The Baby-Sitters Club Books Are Now Out on Audio. All 131 of Them.

The Baby-Sitters Club Books Are Now Out on Audio. All 131 of Them.


Most cultural products, in some way or another, for better or for worse, surprise you. Stranger Things is more melancholy than you expect, Philip Roth is funnier. 2001 is a space movie that begins with apes and ends with a fetus.

The Baby-Sitters Club, though, gives you precisely what you expect. That was true for the untold thousands of girls who curled up with Ann M. Martin’s comforting novels in their original run from 1986 to 2000, and it was true for me when I delved into the series for the first time via two of the newly-released audio editions.

Martin, who personally wrote the first few dozen books before handing the series off to ghostwriters, provides just the right amount of drama, just the right balance between playdates and first dates, just the right depth of backstory.

What distinguishes the books is that they’re comfort food for an uncomfortable time. Girls who were a couple years younger than the tween quartet of Kristy, Mary Anne, Claudia, and Stacey could vicariously explore the daunting responsibility of remunerative employment, the increasingly complex interpersonal relationships of adolescence, and life changes from first bras to new stepdads to moving across town.

Millennials who binged on the paperbacks in their youth can now introduce their own kids — or re-introduce themselves — to the series as Audible drops all 131 titles in audio form. The iconic first five books are read by Elle Fanning, lending a little star power to the project.

I previewed two titles: Kristy’s Big Day (1987) and Logan Likes Mary Anne! (1988). For the former, narrator Brittany Pressley brings an appropriately commanding tone to the story of club president Kristy leading the club through a (relatively) grueling week of collective sitting for a dozen-plus kids when relatives come to town for her mom’s wedding.

In the latter, Emily Bauer deploys a more precious voice as the shy Mary Anne starts going out with Logan, a boy babysitter from Louisville. Dropping her pitch for Logan’s slow drawl, Bauer sounds more like a slightly buzzed cowpoke than an eighth-grade transplant to Connecticut…but, whatever. Boys are such a mystery.

The hazard of any audiobook involving child characters is the temptation to make them sound like Smurfs. The Audible productions don’t entirely avoid that tendency, but the narrators do delight in Martin’s sharp ear for kids’ peculiar logic and their vast capacity for moral indignation.

If you grew up in the ’80s, you may find your head spinning a bit with the realization that the world of the Baby-Sitters Club now seems in some ways as distant as Anne of Green Gables’ turn-of-the-century farm life. The girls prep for a party by organizing their tape collections, moms rock jean skirts, and Logan’s way of killing time on the phone with Mary Anne is to describe the plot of Meatballs.

The phone. The phone, the phone, the phone.
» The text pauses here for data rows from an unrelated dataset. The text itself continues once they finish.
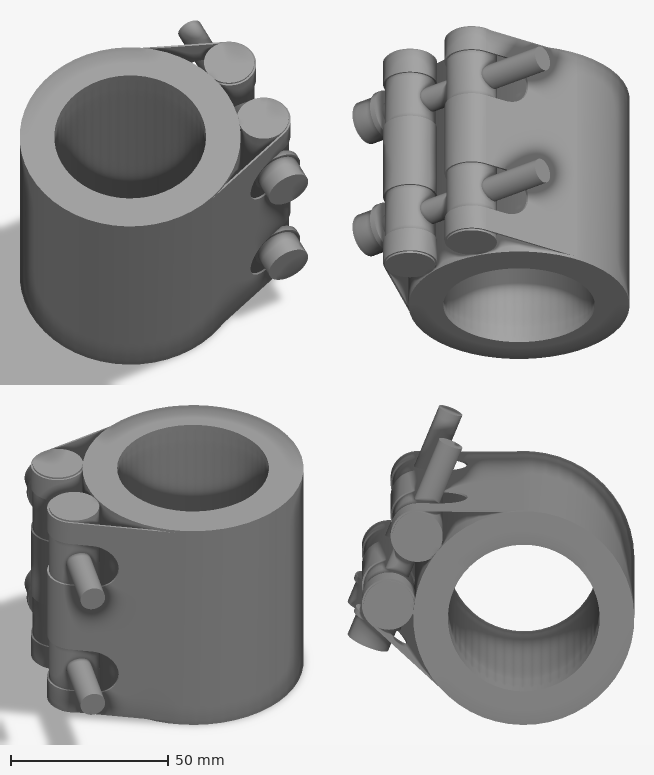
import cadquery as cq
import math

sleeve_diameter = 70.3
bore_diameter = 48.3
sleeve_height = 75.0

pin_diameter = 16.0
pin_height = 74.3
pin_x = 12.3
pin_embed = 0.04

strap_thickness = 0.6
strap_height = 73.15

bolt_spacing = 40.9
shank_diameter = 8.0
shank_end_x = -40.45
washer_diameter = 16.0
washer_thickness = 1.8
washer_gap = 0.2
head_diameter = 14.0
head_length = 7.75

slot_width = 16.0
slot_end_y = 29.8

sleeve_radius = sleeve_diameter / 2
pin_radius = pin_diameter / 2
wrap_radius = pin_radius + strap_thickness
pin_distance = sleeve_radius + pin_radius - pin_embed
pin_y = math.sqrt(pin_distance**2 - pin_x**2)
bolt_heights = (-bolt_spacing / 2, bolt_spacing / 2)


def upright_cylinder(x, y, diameter, height):
    """Cylinder along Z, centred on the plane Z = 0."""
    base = cq.Workplane("XY", origin=(x, y, -height / 2))
    return base.circle(diameter / 2).extrude(height)


def make_sleeve():
    return upright_cylinder(0, 0, sleeve_diameter, sleeve_height)


def make_bore():
    return upright_cylinder(0, 0, bore_diameter, sleeve_height)


def make_pin(x):
    return upright_cylinder(x, pin_y, pin_diameter, pin_height)


def polar_point(center, radius, angle):
    return (center[0] + radius * math.cos(angle), center[1] + radius * math.sin(angle))


def make_left_strap():
    """Flat run tangent to sleeve and pin, then a wrap ending below the pin."""
    sleeve_center = (0, 0)
    pin_center = (-pin_x, pin_y)
    pin_direction = math.atan2(pin_y, -pin_x)
    tangent_angle = pin_direction + math.acos((sleeve_radius - wrap_radius) / pin_distance)
    end_angle = -math.pi / 2
    middle_angle = (tangent_angle + end_angle) / 2
    return (
        cq.Workplane("XY", origin=(0, 0, -strap_height / 2))
        .moveTo(*polar_point(sleeve_center, sleeve_radius, tangent_angle))
        .lineTo(*polar_point(pin_center, wrap_radius, tangent_angle))
        .threePointArc(
            polar_point(pin_center, wrap_radius, middle_angle),
            polar_point(pin_center, wrap_radius, end_angle),
        )
        .lineTo(*polar_point(pin_center, pin_radius, end_angle))
        .threePointArc(
            polar_point(pin_center, pin_radius, middle_angle),
            polar_point(pin_center, pin_radius, tangent_angle),
        )
        .lineTo(*polar_point(sleeve_center, sleeve_radius - strap_thickness, tangent_angle))
        .close()
        .extrude(strap_height)
    )


def make_slot(z):
    """Slot cutter through both straps along X, open beyond the wraps in +Y."""
    arc_center_y = slot_end_y + slot_width / 2
    open_end_y = pin_y + 2 * wrap_radius
    return (
        cq.Workplane("YZ")
        .moveTo(open_end_y, z - slot_width / 2)
        .lineTo(arc_center_y, z - slot_width / 2)
        .threePointArc((slot_end_y, z), (arc_center_y, z + slot_width / 2))
        .lineTo(open_end_y, z + slot_width / 2)
        .close()
        .extrude(sleeve_diameter / 2, both=True)
    )


def bolt_section(start_x, z, diameter, length):
    plane = cq.Workplane("YZ", origin=(start_x, pin_y, z))
    return plane.circle(diameter / 2).extrude(length)


def make_bolt(z):
    washer_x = pin_x + pin_radius + washer_gap
    head_x = washer_x + washer_thickness
    shank = bolt_section(shank_end_x, z, shank_diameter, head_x - shank_end_x)
    washer = bolt_section(washer_x, z, washer_diameter, washer_thickness)
    head = bolt_section(head_x, z, head_diameter, head_length)
    return shank.union(washer).union(head)


left_strap = make_left_strap()
straps = left_strap.union(left_strap.mirror("YZ"))
for bolt_z in bolt_heights:
    straps = straps.cut(make_slot(bolt_z))

result = make_sleeve().union(straps)
for side in (-1, 1):
    result = result.union(make_pin(side * pin_x))
for bolt_z in bolt_heights:
    result = result.union(make_bolt(bolt_z))
result = result.cut(make_bore())
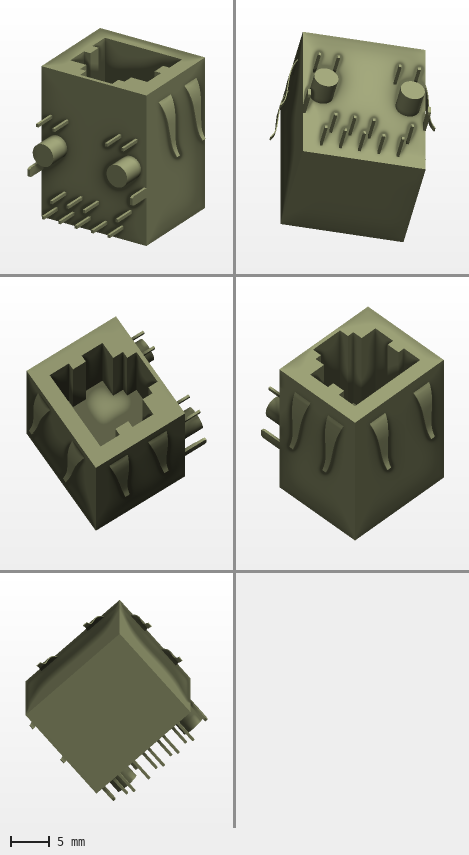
import cadquery as cq


body_width = 16.3
body_depth = 13.88
body_height = 21.6

wall = 2.15
cavity_half_width = body_width / 2 - wall
cavity_depth = 12.95
cavity_front = 1.99
cavity_back = body_depth - wall
latch_half_width = 2.48
latch_front = 0.55
rib_reach = 1.0
rib_front = 6.75
rib_back = 8.75
corner_width = 2.53
corner_rise = 1.53

lead_length = 3.3
lead_pitch = 2.55
lead_width = 0.35
lead_height = 0.45
first_row_z = 1.75
second_row_z = first_row_z + lead_pitch
led_row_z = 14.75
first_row_steps = (-2.25, -1.25, -0.25, 0.75, 1.75)
second_row_steps = (-1.75, -0.75, 0.25, 2.25)
led_outer_x = 6.63
led_inner_x = led_outer_x - lead_pitch
peg_diameter = 3.2
peg_x = 2.25 * lead_pitch
peg_z = 10.69
tab_thickness = 0.37
tab_height = 1.35
tab_z = 7.62
tab_bevel_length = 0.37
tab_bevel_height = 0.17

spring_reach = 2.12
spring_thickness = 0.13
spring_root_z = 19.4
spring_tip_z = 11.7
spring_embed = 0.22
spring_shoulder = (0.82, 17.7)
spring_waist = (1.19, 15.11)
spring_knee = (1.53, 12.75)
spring_root_direction = (1, -1)
spring_tip_direction = (1, -1.3)
spring_root_half = 1.42
spring_middle_half = 0.71
spring_tip_half = 0.32
side_spring_y = (4.32, 10.36)
back_spring_x = 4.02


def block(x_range, y_range, z_range):
    """Rectangular block between the given limits."""
    ranges = (x_range, y_range, z_range)
    size = [high - low for low, high in ranges]
    start = tuple(low for low, _ in ranges)
    return cq.Workplane("XY").box(*size, centered=False).translate(start)


def mirrored(half):
    """The shape together with its mirror image across the X = 0 plane."""
    return half.union(half.mirror("YZ"))


def plug_cavity():
    """Opening for the plug, with its latch groove, guide ribs and filled front corners."""
    floor = body_height - cavity_depth
    depth = (floor, body_height)
    half = cavity_half_width
    cavity = block((-half, half), (cavity_front, cavity_back), depth)
    latch = block((-latch_half_width, latch_half_width), (latch_front, cavity_front), depth)
    rib = block((half - rib_reach, half), (rib_front, rib_back), depth)
    corner = block((half - corner_width, half), (cavity_front, cavity_front + corner_rise), depth)
    return cavity.union(latch).cut(mirrored(rib.union(corner)))


def leads():
    """Rectangular solder leads standing out of the board face."""
    places = [(step * lead_pitch, first_row_z) for step in first_row_steps]
    places += [(step * lead_pitch, second_row_z) for step in second_row_steps]
    places += [(x, led_row_z) for x in (-led_outer_x, -led_inner_x, led_inner_x, led_outer_x)]
    return cq.Workplane("XZ").pushPoints(places).rect(lead_width, lead_height).extrude(lead_length)


def pegs():
    """Round locating pegs on the board face."""
    places = [(-peg_x, peg_z), (peg_x, peg_z)]
    return cq.Workplane("XZ").pushPoints(places).circle(peg_diameter / 2).extrude(lead_length)


def shield_tab():
    """Flat shield tab with a bevelled end, flush with the +X side."""
    low = tab_z - tab_height / 2
    high = tab_z + tab_height / 2
    bevel_start = tab_bevel_length - lead_length
    return (
        cq.Workplane("YZ", origin=(body_width / 2 - tab_thickness, 0, 0))
        .polyline([
            (0, low),
            (bevel_start, low),
            (-lead_length, low + tab_bevel_height),
            (-lead_length, high - tab_bevel_height),
            (bevel_start, high),
            (0, high),
        ])
        .close()
        .extrude(tab_thickness)
    )


def spring():
    """S-curved tapering leaf that bends out of the X = 0 plane toward +X."""
    root = (-spring_embed, spring_root_z + spring_embed)
    tip = (spring_reach, spring_tip_z)
    path = cq.Workplane("XZ").spline(
        [root, spring_shoulder, spring_waist, spring_knee, tip],
        tangents=[spring_root_direction, spring_tip_direction],
    )
    root_normal = (spring_root_direction[0], 0, spring_root_direction[1])
    root_plane = cq.Plane(origin=(root[0], 0, root[1]), xDir=(0, 1, 0), normal=root_normal)
    strip = cq.Workplane(root_plane).rect(2 * spring_root_half, spring_thickness).sweep(path)
    middle_z = (spring_root_z + spring_tip_z) / 2
    bottom_z = spring_tip_z - spring_thickness
    outline = (
        cq.Workplane("YZ", origin=(-2 * spring_embed, 0, 0))
        .moveTo(spring_tip_half, bottom_z)
        .lineTo(spring_tip_half, spring_tip_z)
        .threePointArc((spring_middle_half, middle_z), (spring_root_half, spring_root_z))
        .lineTo(spring_root_half, body_height)
        .lineTo(-spring_root_half, body_height)
        .lineTo(-spring_root_half, spring_root_z)
        .threePointArc((-spring_middle_half, middle_z), (-spring_tip_half, spring_tip_z))
        .lineTo(-spring_tip_half, bottom_z)
        .close()
        .extrude(2 * spring_reach)
    )
    return strip.intersect(outline)


result = block((-body_width / 2, body_width / 2), (0, body_depth), (0, body_height))
result = result.cut(plug_cavity())
result = result.union(leads()).union(pegs()).union(mirrored(shield_tab()))

for y in side_spring_y:
    result = result.union(mirrored(spring().translate((body_width / 2, y, 0))))

back_spring = spring().rotate((0, 0, 0), (0, 0, 1), 90).translate((back_spring_x, body_depth, 0))
result = result.union(mirrored(back_spring))
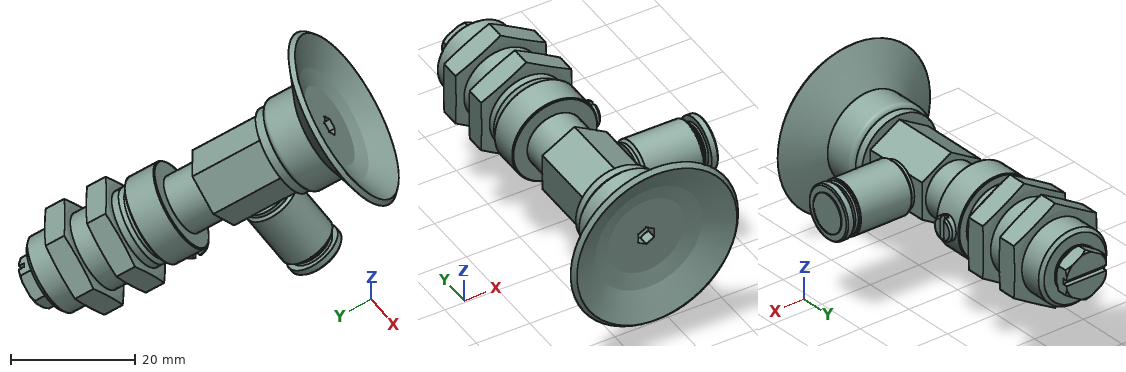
import cadquery as cq
import math


OVERLAP = 0.6

LIP_DIA = 31.5
LIP_EDGE_DIA = 30.0
LIP_LENGTH = 0.8
CUP_DIA = 16.95
CUP_SHOULDER_FILLET = 1.0
CUP_FLARE_END = 4.65
CUP_TOP = 11.0
CUP_MOUTH_DIA = 20.0
CUP_MOUTH_DEPTH = 2.55
CUP_FLOOR_DIA = 14.35
CUP_FLOOR_DEPTH = 3.35
SOCKET_FLATS = 3.0
SOCKET_DEPTH = 1.8
SOCKET_TIP_LENGTH = 1.0

FLANGE_DIA = 15.5
FLANGE_TOP = 12.55
HEX_FLATS = 12.0
HEX_TOP = 26.0
STEM_DIA = 10.5
COLLAR_DIA = 16.0
COLLAR_START = 32.1
COLLAR_TOP = 37.95
COLLAR_CHAMFER = 0.2
NECK_DIA = 12.75
BARREL_DIA = 14.0
BARREL_START = 39.05
BARREL_TOP = 58.0
BARREL_CHAMFER = (BARREL_DIA - NECK_DIA) / 2
HEAD_SEAT_DIA = 8.4
HEAD_SEAT_RIM_DIA = 8.6
HEAD_FLATS = 8.1
HEAD_START = 58.45
HEAD_TOP = 61.0
HEAD_CHAMFER_DIA = 8.4
HEAD_CHAMFER_ANGLE = 38.0
HEAD_SLOT_DEPTH = 1.0

SCREW_DIA = 4.5
SCREW_TOP = 9.1
SCREW_CHAMFER = 0.35
SCREW_SLOT_DEPTH = 1.0

SLOT_WIDTH = 1.0

FITTING_Y = 19.5
FITTING_DIA = 10.0
FITTING_NECK_DIA = 9.0
FITTING_ROOT_DEPTH = 0.05
FITTING_NECK_END = 6.5
FITTING_START = 7.0
FITTING_SHOULDER = 17.4
FITTING_SHOULDER_DIA = 9.4
FITTING_SHOULDER_END = 17.75
FITTING_END = 18.05
FITTING_END_DIA = 8.8
RELEASE_STEM_DIA = 7.4
RELEASE_STEM_END = 18.6
RELEASE_STEM_RIM_DIA = 7.9
RELEASE_START = 18.9
RELEASE_CHAMFER_START = 20.0
RELEASE_END = 20.25
RELEASE_END_DIA = 9.5
RELEASE_LIP_DIA = 7.2
RELEASE_LIP_END = 20.45

NUT_FLATS = 16.95
NUT_THICKNESS = 4.0
NUT_POSITIONS = (41.0, 49.05)
NUT_CHAMFER_DIA = 16.5
NUT_CHAMFER_ANGLE = 8.0


def turned(profile):
    """Solid of revolution about Y from (radius, y) points, closed along the axis."""
    points = [(0, profile[0][1]), *profile, (0, profile[-1][1])]
    return cq.Workplane("XY").polyline(points).close().revolve(360, (0, 0), (0, 1))


def turned_sideways(profile):
    """Solid of revolution about X at Y = 0 from (x, radius) points, closed along the axis."""
    points = [(profile[0][0], 0), *profile, (profile[-1][0], 0)]
    return cq.Workplane("XY").polyline(points).close().revolve(360, (0, 0), (1, 0))


def corner_diameter(flats):
    """Diameter across the corners of a hexagon given across its flats."""
    return flats / math.cos(math.radians(30))


def hexagon(flats, start, end):
    """Hexagonal bar along Y with two flats facing -X and +X."""
    bar = cq.Workplane("XY").polygon(6, corner_diameter(flats)).extrude(end - start)
    flats_sideways = bar.rotate((0, 0, 0), (0, 0, 1), 30)
    along_y = flats_sideways.rotate((0, 0, 0), (1, 0, 0), -90)
    return along_y.translate((0, start, 0))


def corner_chamfered_hexagon(flats, start, end, face_dia, angle):
    """Hexagonal bar whose corners are turned off conically at both ends."""
    corner_radius = corner_diameter(flats) / 2
    face_radius = face_dia / 2
    drop = (corner_radius - face_radius) * math.tan(math.radians(angle))
    envelope = turned([
        (face_radius, start),
        (corner_radius, start + drop),
        (corner_radius, end - drop),
        (face_radius, end),
    ])
    return hexagon(flats, start, end).intersect(envelope)


def build_socket():
    """Hexagonal socket in the floor of the cup, with a conical end."""
    side_end = CUP_FLOOR_DEPTH + SOCKET_DEPTH
    tip = side_end + SOCKET_TIP_LENGTH
    corner_radius = corner_diameter(SOCKET_FLATS) / 2
    outline = [
        (0, CUP_FLOOR_DEPTH),
        (corner_radius, CUP_FLOOR_DEPTH),
        (corner_radius, side_end),
        (0, tip),
    ]
    pointed_bar = cq.Workplane("XY").polyline(outline).close().revolve(360, (0, 0), (0, 1))
    return hexagon(SOCKET_FLATS, CUP_FLOOR_DEPTH, tip).intersect(pointed_bar)


def build_cup():
    outside = turned([
        (LIP_EDGE_DIA / 2, 0),
        (LIP_DIA / 2, LIP_LENGTH),
        (CUP_DIA / 2, CUP_FLARE_END),
        (CUP_DIA / 2, CUP_TOP),
    ])
    outside = outside.faces(">Y").edges().fillet(CUP_SHOULDER_FILLET)
    hollow = turned([
        (LIP_EDGE_DIA / 2, 0),
        (CUP_MOUTH_DIA / 2, CUP_MOUTH_DEPTH),
        (CUP_FLOOR_DIA / 2, CUP_FLOOR_DEPTH),
    ])
    return outside.cut(hollow).cut(build_socket())


def build_head():
    """Slotted hexagon head at the end of the barrel."""
    seat = turned([
        (HEAD_SEAT_DIA / 2, BARREL_TOP - OVERLAP),
        (HEAD_SEAT_DIA / 2, BARREL_TOP),
        (HEAD_SEAT_RIM_DIA / 2, HEAD_START),
    ])
    head = corner_chamfered_hexagon(HEAD_FLATS, HEAD_START, HEAD_TOP, HEAD_CHAMFER_DIA, HEAD_CHAMFER_ANGLE)
    slot = cq.Workplane("XY").box(2 * HEAD_FLATS, 2 * HEAD_SLOT_DEPTH, SLOT_WIDTH)
    return head.union(seat).cut(slot.translate((0, HEAD_TOP, 0)))


def build_clamp_screw():
    """Slotted cylinder head standing out of the collar."""
    screw = turned_sideways([
        (COLLAR_DIA / 2 - 2 * OVERLAP, SCREW_DIA / 2),
        (SCREW_TOP - SCREW_CHAMFER, SCREW_DIA / 2),
        (SCREW_TOP, SCREW_DIA / 2 - SCREW_CHAMFER),
    ])
    slot = cq.Workplane("XY").box(2 * SCREW_SLOT_DEPTH, SLOT_WIDTH, 2 * SCREW_DIA)
    screw = screw.cut(slot.translate((SCREW_TOP, 0, 0)))
    return screw.translate((0, (COLLAR_START + COLLAR_TOP) / 2, 0))


def build_fitting():
    """Push-in hose fitting with its release ring."""
    fitting = turned_sideways([
        (HEX_FLATS / 2 - FITTING_ROOT_DEPTH, FITTING_NECK_DIA / 2),
        (FITTING_NECK_END, FITTING_NECK_DIA / 2),
        (FITTING_START, FITTING_DIA / 2),
        (FITTING_SHOULDER, FITTING_DIA / 2),
        (FITTING_SHOULDER, FITTING_SHOULDER_DIA / 2),
        (FITTING_SHOULDER_END, FITTING_SHOULDER_DIA / 2),
        (FITTING_END, FITTING_END_DIA / 2),
        (FITTING_END, RELEASE_STEM_DIA / 2),
        (RELEASE_STEM_END, RELEASE_STEM_DIA / 2),
        (RELEASE_START, RELEASE_STEM_RIM_DIA / 2),
        (RELEASE_START, FITTING_DIA / 2),
        (RELEASE_CHAMFER_START, FITTING_DIA / 2),
        (RELEASE_END, RELEASE_END_DIA / 2),
        (RELEASE_END, RELEASE_LIP_DIA / 2),
        (RELEASE_LIP_END, RELEASE_LIP_DIA / 2),
    ])
    return fitting.translate((0, FITTING_Y, 0))


def build_holder():
    shaft = turned([
        (FLANGE_DIA / 2, CUP_TOP),
        (FLANGE_DIA / 2, FLANGE_TOP),
        (STEM_DIA / 2, FLANGE_TOP),
        (STEM_DIA / 2, COLLAR_START),
        (COLLAR_DIA / 2 - COLLAR_CHAMFER, COLLAR_START),
        (COLLAR_DIA / 2, COLLAR_START + COLLAR_CHAMFER),
        (COLLAR_DIA / 2, COLLAR_TOP - COLLAR_CHAMFER),
        (COLLAR_DIA / 2 - COLLAR_CHAMFER, COLLAR_TOP),
        (NECK_DIA / 2, COLLAR_TOP),
        (NECK_DIA / 2, BARREL_START),
        (BARREL_DIA / 2, BARREL_START + BARREL_CHAMFER),
        (BARREL_DIA / 2, BARREL_TOP - BARREL_CHAMFER),
        (NECK_DIA / 2, BARREL_TOP),
    ])
    grip = hexagon(HEX_FLATS, FLANGE_TOP, HEX_TOP)
    return shaft.union(grip).union(build_head()).union(build_clamp_screw()).union(build_fitting())


def build_nut(start):
    end = start + NUT_THICKNESS
    bore = turned([
        (BARREL_DIA / 2, start),
        (BARREL_DIA / 2, end),
    ])
    nut = corner_chamfered_hexagon(NUT_FLATS, start, end, NUT_CHAMFER_DIA, NUT_CHAMFER_ANGLE)
    return nut.cut(bore)


cup = build_cup()
holder = build_holder()
nuts = [build_nut(position) for position in NUT_POSITIONS]

result = cq.Compound.makeCompound([cup.val(), holder.val(), *[nut.val() for nut in nuts]])
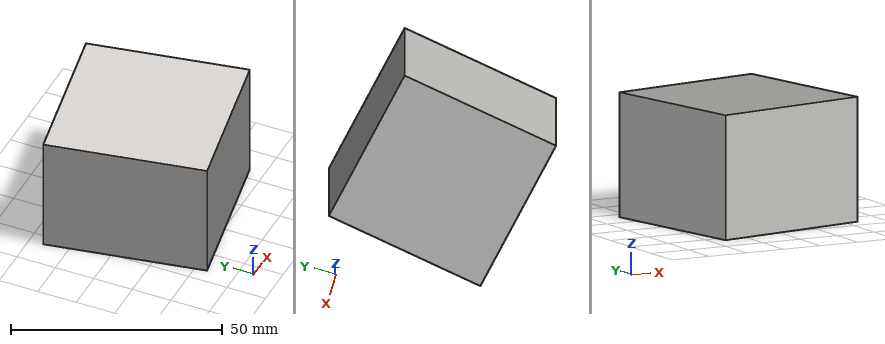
import cadquery as cq
import math

outer_width = 46.35
block_height = 30.0
turn_angle = 10.0

turn_radians = math.radians(turn_angle)
block_side = outer_width / (math.cos(turn_radians) + math.sin(turn_radians))


def make_block():
    """Square block turned about its vertical centre line."""
    block = cq.Workplane("XY").box(block_side, block_side, block_height)
    return block.rotate((0, 0, 0), (0, 0, 1), turn_angle)


block = make_block()

result = cq.Compound.makeCompound([block.val()])
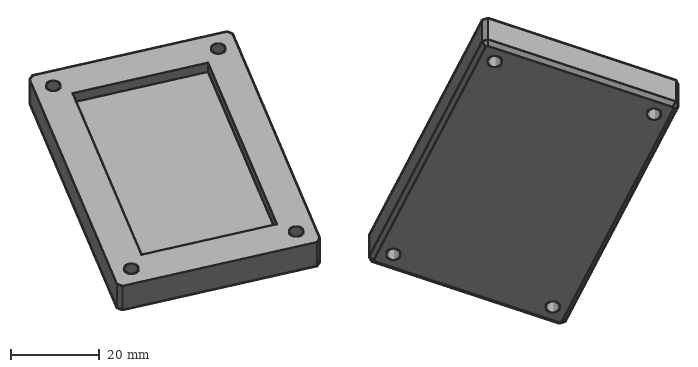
import cadquery as cq

length = 68.5
width = 48.0
height = 9.0
edge_chamfer = 1.0

side_wall = 8.0
pocket_length = length - 2 * side_wall
pocket_width = width - 2 * side_wall
pocket_depth = 3.0

hole_diameter = 3.2
hole_inset = 4.5
hole_spacing_x = length - 2 * hole_inset
hole_spacing_y = width - 2 * hole_inset

block = cq.Workplane("XY").box(length, width, height, centered=(True, True, False))
block = block.edges("|Z").chamfer(edge_chamfer)
block = block.faces("<Z").edges().chamfer(edge_chamfer)

pocket = (
    cq.Workplane("XY")
    .workplane(offset=height - pocket_depth)
    .rect(pocket_length, pocket_width)
    .extrude(pocket_depth)
)

holes = (
    cq.Workplane("XY")
    .rect(hole_spacing_x, hole_spacing_y, forConstruction=True)
    .vertices()
    .circle(hole_diameter / 2)
    .extrude(height)
)

result = block.cut(pocket).cut(holes)

If anything amazes today’s kids about life before smartphones, it may be just how much effort went into coordinating communication via land lines.

To take jobs, the Baby-Sitters Club needs to designate a time when they’re collectively available to answer the phone. When Stacey wants Mary Anne to come to a party, Mary Anne has to hang up, call her dad, then call her date, then call her friend back to let her know that yes, she’s going to the party. All of this with a ten-minute call limit imposed by her dad, because what if he needs to reach her?

Although the stories are simple, they’re never dumb. In one poignant moment, Mary Anne flees a party when her enthusiastic friends surprise her with a cake: she can’t handle being the unexpected center of attention. She gets home and waits for someone to call and apologize. The phone doesn’t ring, nor does anyone come up the walk.

Eventually, of course, everything works out — there are still 121 books left to go — but Martin lets Mary Anne, and us, just sit for a minute with that ambiguity. Were the club members wrong to pull a stunt they should have known their friend would hate? Should Mary Anne have challenged herself to cope with a challenging situation? Yes, and yes. Growing up is complicated, even when you’re not quite a teenager yet.